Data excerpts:
- - - - -

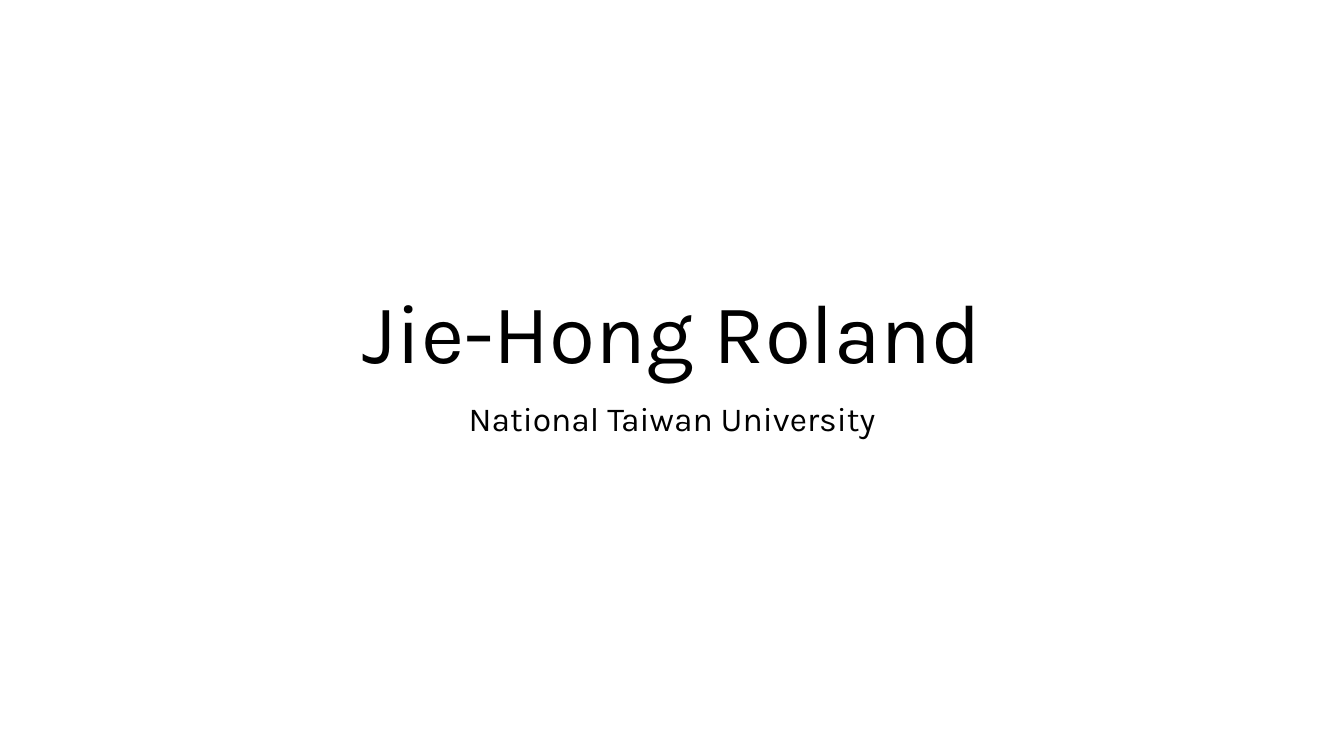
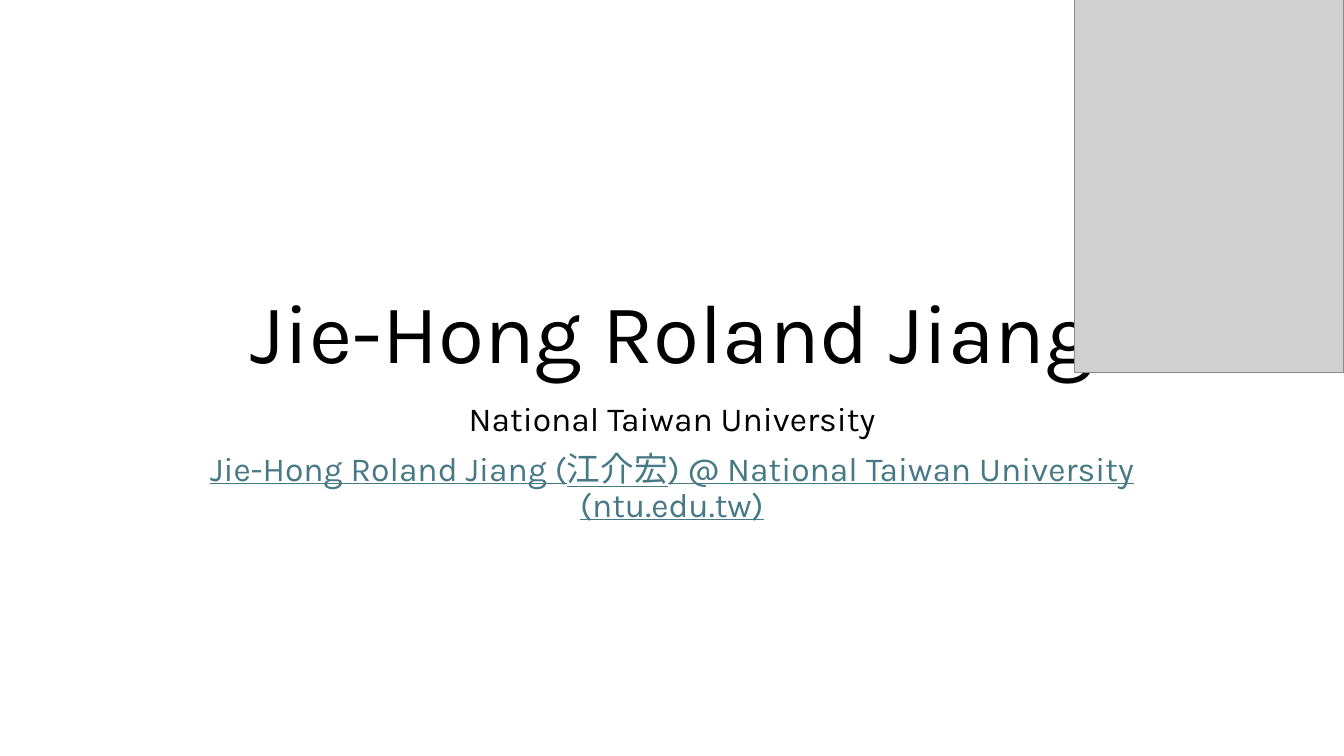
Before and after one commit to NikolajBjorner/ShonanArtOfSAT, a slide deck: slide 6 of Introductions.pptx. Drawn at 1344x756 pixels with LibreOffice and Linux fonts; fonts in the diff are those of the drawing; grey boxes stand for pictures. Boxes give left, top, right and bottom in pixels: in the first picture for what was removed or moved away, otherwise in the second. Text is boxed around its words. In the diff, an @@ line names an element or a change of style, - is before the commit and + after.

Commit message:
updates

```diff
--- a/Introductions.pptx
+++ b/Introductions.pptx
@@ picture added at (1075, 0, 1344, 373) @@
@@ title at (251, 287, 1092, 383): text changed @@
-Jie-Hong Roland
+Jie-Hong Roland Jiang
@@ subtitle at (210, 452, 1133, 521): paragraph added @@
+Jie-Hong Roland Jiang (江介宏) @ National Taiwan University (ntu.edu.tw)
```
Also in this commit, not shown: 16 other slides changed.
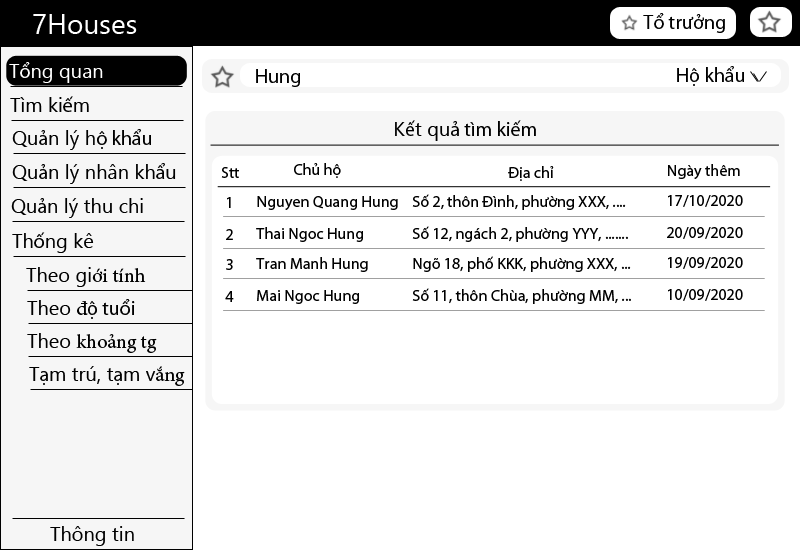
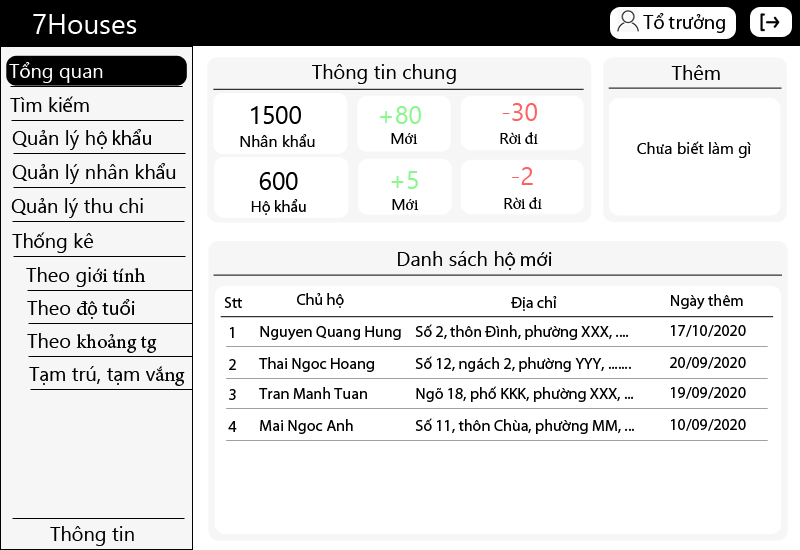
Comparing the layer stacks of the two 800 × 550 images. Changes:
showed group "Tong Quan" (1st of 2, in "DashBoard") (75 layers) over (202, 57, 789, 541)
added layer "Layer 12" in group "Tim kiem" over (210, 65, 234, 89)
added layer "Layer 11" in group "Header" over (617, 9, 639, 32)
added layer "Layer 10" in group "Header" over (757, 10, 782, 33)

- - - - -

What to work on: Each line above with the word "picture" needs to be copied.

Answer to this problem:
Before and after one commit to NikolajBjorner/ShonanArtOfSAT, a slide deck: slide 6 of Introductions.pptx. Drawn at 1344x756 pixels with LibreOffice and Linux fonts; fonts in the diff are those of the drawing; grey boxes stand for pictures. Boxes give left, top, right and bottom in pixels: in the first picture for what was removed or moved away, otherwise in the second. Text is boxed around its words. In the diff, an @@ line names an element or a change of style, - is before the commit and + after.
@@ picture added at (1075, 0, 1344, 373) @@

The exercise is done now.